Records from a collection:
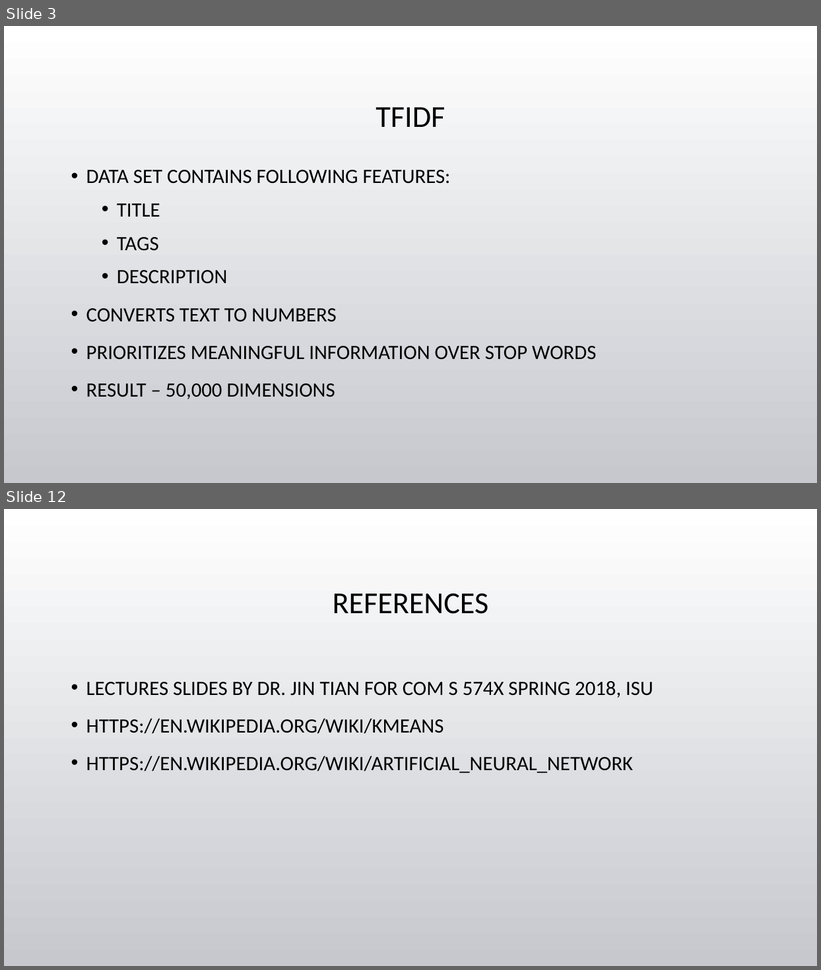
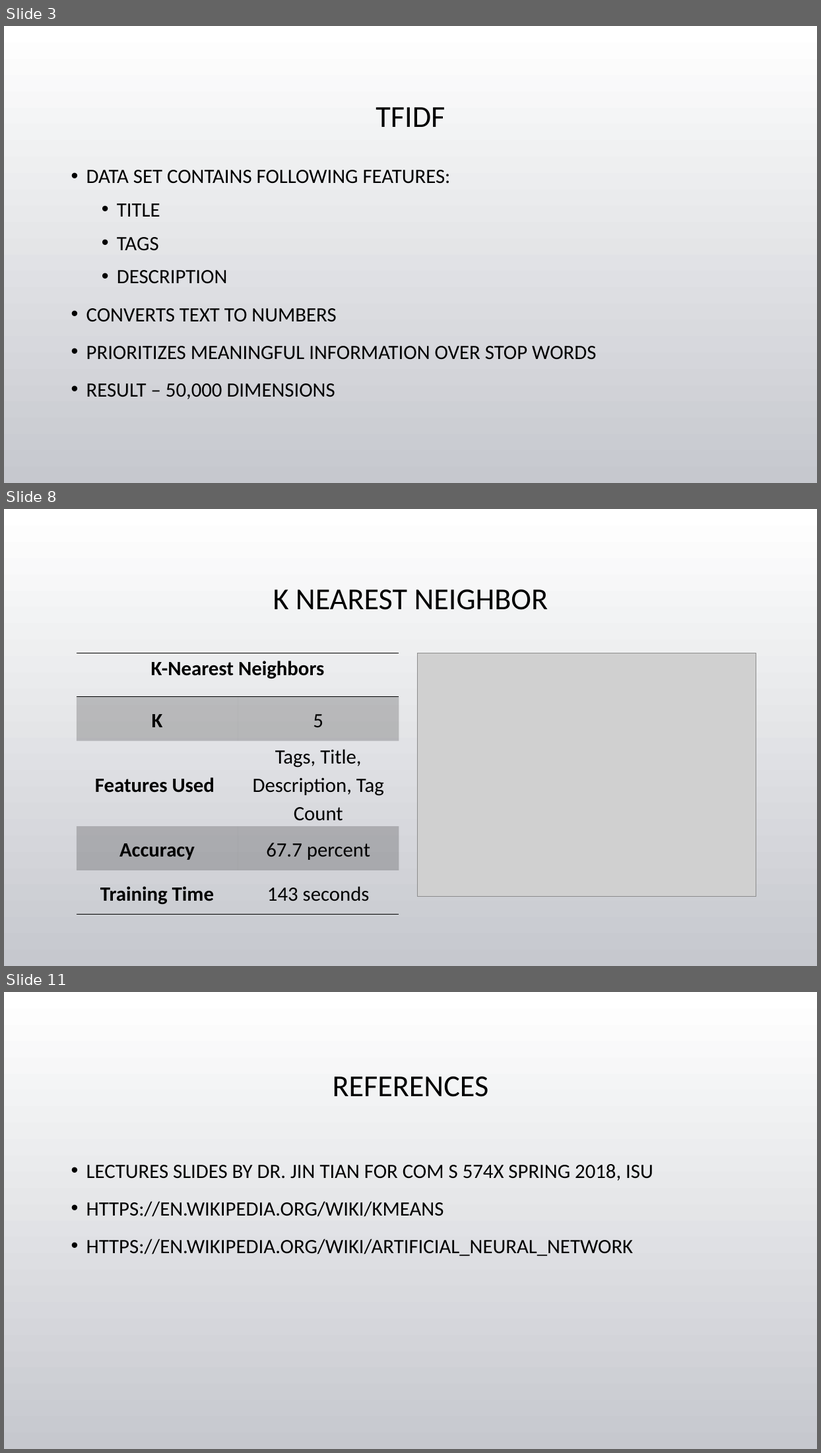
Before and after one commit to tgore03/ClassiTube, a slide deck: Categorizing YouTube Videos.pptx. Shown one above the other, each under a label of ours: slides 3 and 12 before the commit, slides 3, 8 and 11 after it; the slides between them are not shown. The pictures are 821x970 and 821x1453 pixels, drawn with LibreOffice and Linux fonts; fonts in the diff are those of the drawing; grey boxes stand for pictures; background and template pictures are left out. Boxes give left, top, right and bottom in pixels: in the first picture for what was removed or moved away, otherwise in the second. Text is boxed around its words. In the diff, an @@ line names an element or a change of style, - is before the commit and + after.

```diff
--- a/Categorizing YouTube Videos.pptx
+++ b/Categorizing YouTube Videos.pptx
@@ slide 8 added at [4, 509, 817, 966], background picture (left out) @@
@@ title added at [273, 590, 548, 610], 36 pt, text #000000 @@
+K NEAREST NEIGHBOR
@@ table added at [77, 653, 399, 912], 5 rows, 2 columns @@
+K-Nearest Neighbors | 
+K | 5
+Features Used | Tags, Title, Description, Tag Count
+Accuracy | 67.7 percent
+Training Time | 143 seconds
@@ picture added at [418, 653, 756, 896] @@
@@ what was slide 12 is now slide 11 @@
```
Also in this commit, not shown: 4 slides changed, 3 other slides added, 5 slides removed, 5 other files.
...
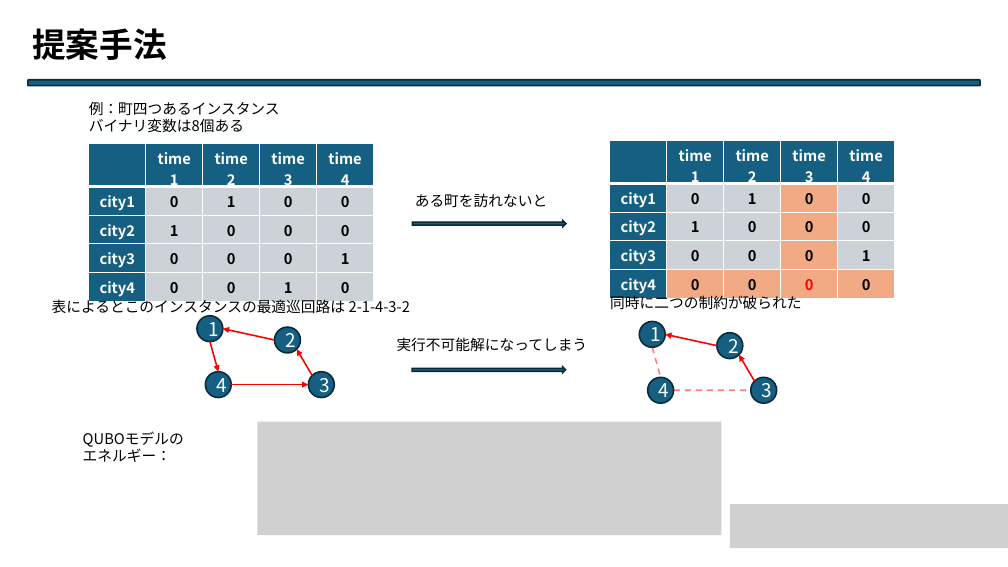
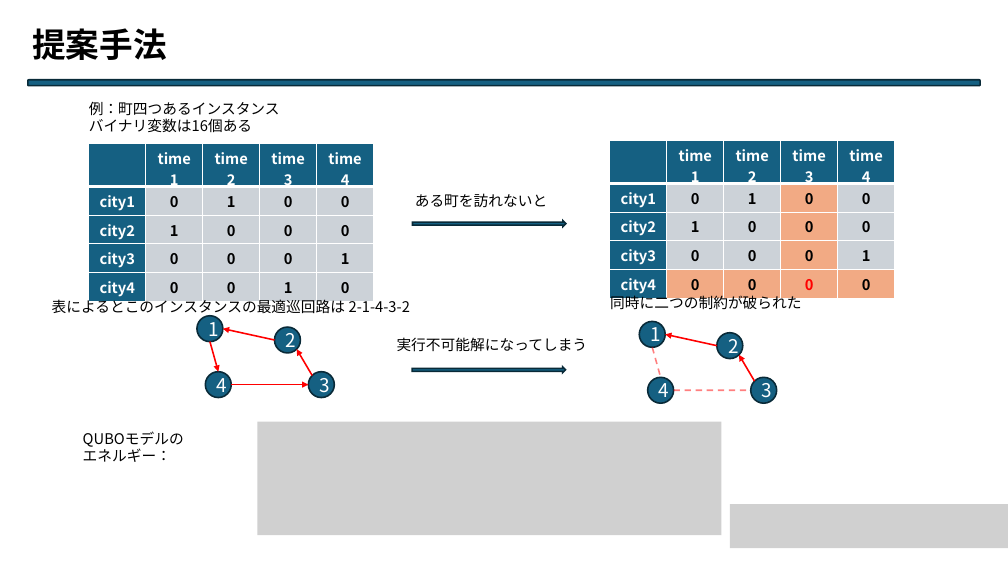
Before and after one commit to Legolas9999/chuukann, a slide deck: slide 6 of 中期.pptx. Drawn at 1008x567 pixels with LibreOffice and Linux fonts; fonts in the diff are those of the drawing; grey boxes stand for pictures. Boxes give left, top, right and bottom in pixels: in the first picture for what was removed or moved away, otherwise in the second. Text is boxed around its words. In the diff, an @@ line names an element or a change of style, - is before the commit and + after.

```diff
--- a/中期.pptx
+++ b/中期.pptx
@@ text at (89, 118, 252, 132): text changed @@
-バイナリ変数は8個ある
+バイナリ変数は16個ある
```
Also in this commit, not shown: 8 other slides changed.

— Task statement —
Lines containing the word "slides": copy every one of them from the records above.

— Exercise result —
Before and after one commit to tgore03/ClassiTube, a slide deck: Categorizing YouTube Videos.pptx. Shown one above the other, each under a label of ours: slides 3 and 12 before the commit, slides 3, 8 and 11 after it; the slides between them are not shown. The pictures are 821x970 and 821x1453 pixels, drawn with LibreOffice and Linux fonts; fonts in the diff are those of the drawing; grey boxes stand for pictures; background and template pictures are left out. Boxes give left, top, right and bottom in pixels: in the first picture for what was removed or moved away, otherwise in the second. Text is boxed around its words. In the diff, an @@ line names an element or a change of style, - is before the commit and + after.
Also in this commit, not shown: 4 slides changed, 3 other slides added, 5 slides removed, 5 other files.
Also in this commit, not shown: 8 other slides changed.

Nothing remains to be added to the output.